Hi all,
I’m experiencing a huge difference in execution runtime between a convolution run as nn.Conv2d and nn.Sequential() on aarch64 (Nvidia Jetson AGX).
I think this issue is showing up due to the lack of any optimized kernels for the specific convolution layers I’m trying. This issue is only reprodcible on aarch64 processor. But still that couldn’t explain this huge difference in execution times.
To reproduce this issue,
Run a Depthwise Convolution (groups = in_channels) and Pointwise Convolution (kernel size =1) individually as nn.Conv2d() and measure their runtime.

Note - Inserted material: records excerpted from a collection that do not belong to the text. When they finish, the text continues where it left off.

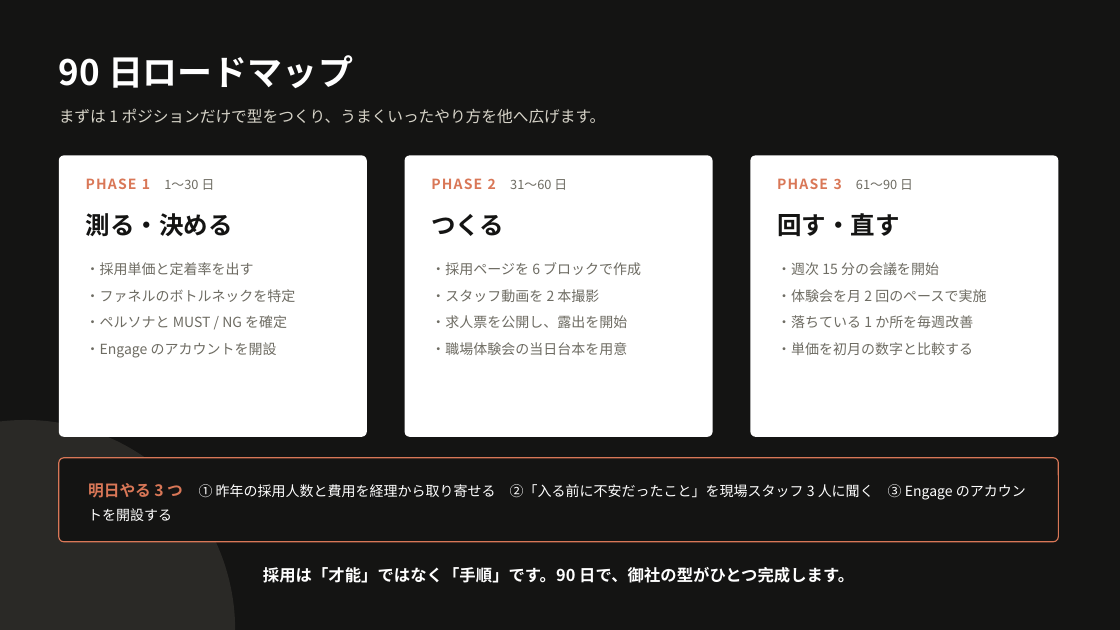
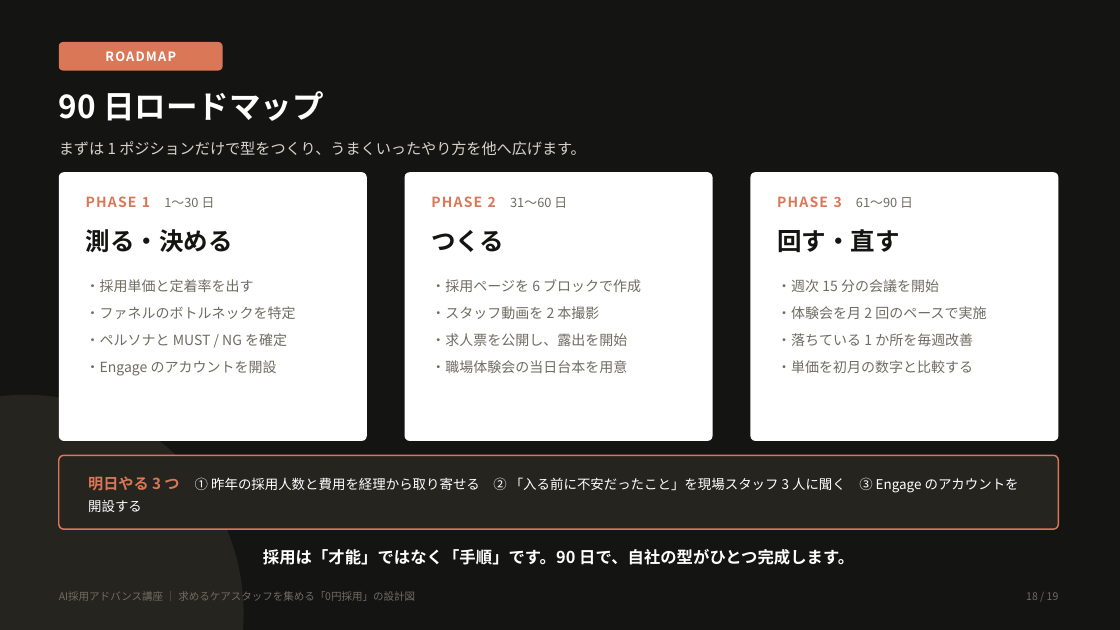
Before and after one commit to gala19690717-bit/-ai-news-mailer, a slide deck: slide 18 of docs/recruitment-webinar/AI採用アドバンス講座_0円採用の設計図.pptx. Drawn at 1120x630 pixels with LibreOffice and Linux fonts; fonts in the diff are those of the drawing. Boxes give left, top, right and bottom in pixels: in the first picture for what was removed or moved away, otherwise in the second. Text is boxed around its words. In the diff, an @@ line names an element or a change of style, - is before the commit and + after.

```diff
--- a/docs/recruitment-webinar/AI採用アドバンス講座_0円採用の設計図.pptx
+++ b/docs/recruitment-webinar/AI採用アドバンス講座_0円採用の設計図.pptx
@@ rounded rectangle added at (59, 42, 223, 71), fill #D97757 @@
@@ text added at (105, 51, 176, 61), 11 pt, text #FFFFFF, bold @@
+ROADMAP
@@ text "90 日ロードマップ": place and size @@
-text "90 日ロードマップ" at (59, 55, 353, 88)
+text "90 日ロードマップ" at (59, 91, 324, 121)
@@ text "90 日ロードマップ" at (59, 91, 324, 121): size 30 to 27 pt @@
@@ text "まずは 1 ポジションだけで型をつくり、うまくいったやり方を他へ広げます。": place and size @@
-text "まずは 1 ポジションだけで型をつくり、うまくいったやり方を他へ広げます。" at (59, 108, 606, 123)
+text "まずは 1 ポジションだけで型をつくり、うまくいったやり方を他へ広げます。" at (59, 141, 586, 155)
@@ text "まずは 1 ポジションだけで型をつくり、うまくいったやり方を他へ広げます。" at (59, 141, 586, 155): size 13.5 to 13 pt @@
@@ rounded rectangle: place and size @@
-rounded rectangle at (59, 155, 367, 437)
+rounded rectangle at (59, 172, 367, 441)
@@ rounded rectangle: place and size @@
-rounded rectangle at (405, 155, 713, 437)
+rounded rectangle at (405, 172, 713, 441)
@@ proportions changed in 3 elements at (59, 172, 367, 441), (405, 172, 713, 441), (750, 172, 1059, 441) @@
@@ rounded rectangle: place and size @@
-rounded rectangle at (750, 155, 1059, 437)
+rounded rectangle at (750, 172, 1059, 441)
@@ 6 texts: place and size @@
-6 texts at (86, 178, 913, 236)
+6 texts at (86, 196, 913, 252)
@@ text "・採用単価と定着率を出す": place and size @@
-text "・採用単価と定着率を出す" at (86, 262, 296, 358)
+text "・採用単価と定着率を出す" at (86, 279, 296, 376)
@@ text "・採用ページを 6 ブロックで作成": place and size @@
-text "・採用ページを 6 ブロックで作成" at (431, 262, 641, 355)
+text "・採用ページを 6 ブロックで作成" at (431, 279, 641, 373)
@@ text "・週次 15 分の会議を開始": place and size @@
-text "・週次 15 分の会議を開始" at (777, 262, 986, 355)
+text "・週次 15 分の会議を開始" at (777, 279, 986, 373)
@@ ellipse: place and size @@
-ellipse at (0, 420, 235, 630)
+ellipse at (0, 395, 244, 630)
@@ ellipse at (0, 395, 244, 630): fill #2A2926 to #26241F @@
@@ rounded rectangle: place and size @@
-rounded rectangle at (59, 458, 1059, 542)
+rounded rectangle at (59, 455, 1059, 529)
@@ rounded rectangle at (59, 455, 1059, 529): fill #141413 to #26241F; outline #D97757 1 pt to #D97757 1.25 pt; proportions changed @@
@@ text at (88, 476, 1019, 512): text changed; size 12 to 11.5 pt @@
-明日やる 3 つ ① 昨年の採用人数と費用を経理から取り寄せる ②「入る前に不安だったこと」を現場スタッフ 3 人に聞く ③ Engage のアカウントを開設する
+明日やる 3 つ ① 昨年の採用人数と費用を経理から取り寄せる ② 「入る前に不安だったこと」を現場スタッフ 3 人に聞く ③ Engage のアカウントを開設する
@@ text at (263, 549, 854, 565): text changed @@
-採用は「才能」ではなく「手順」です。90 日で、御社の型がひとつ完成します。
+採用は「才能」ではなく「手順」です。90 日で、自社の型がひとつ完成します。
@@ text added at (59, 591, 415, 601), 9 pt, text #6E6C63 @@
+AI採用アドバンス講座 ｜ 求めるケアスタッフを集める「0円採用」の設計図
@@ text added at (1026, 592, 1059, 600), 9 pt, text #6E6C63 @@
+18 / 19
```
Also in this commit, not shown: 18 other slides changed, 2 other files.

Run the same set of convolutions as a single nn.Sequential
import torch
import time
x = torch.rand([1,78, 56, 56])
#### nn.Conv2d
dconv = torch.nn.Conv2d(78, 78, 3, stride=2, padding=1,groups=78)
pconv = torch.nn.Conv2d(78, 78, 1)
delay = []
for i in range(30):
start = time.perf_counter()
y = dconv(x)
end = time.perf_counter()
delay.append((end-start)*1000)
print(sum(delay)/len(delay))
delay = []
for i in range(30):
start = time.perf_counter()
z = pconv(y)
end = time.perf_counter()
delay.append((end-start)*1000)
print(sum(delay)/len(delay))
##### nn.Module
model = torch.nn.Sequential(torch.nn.Conv2d(78, 78, 3, stride=2, padding=1,groups=78, device='cpu'), torch.nn.Conv2d(78, 78, 1, device='cpu'))
delay = []
for i in range(30):
start = time.perf_counter()
z = model(x)
end = time.perf_counter()
delay.append((end-start)*1000)
print(sum(delay)/len(delay))
There’s almost 15x difference in runtime between convolution executing as individual nn.Conv2Ds and nn.Sequential. The expected output would be to have time(dconv) + time(pconv) almost similar to time(model) in the above example.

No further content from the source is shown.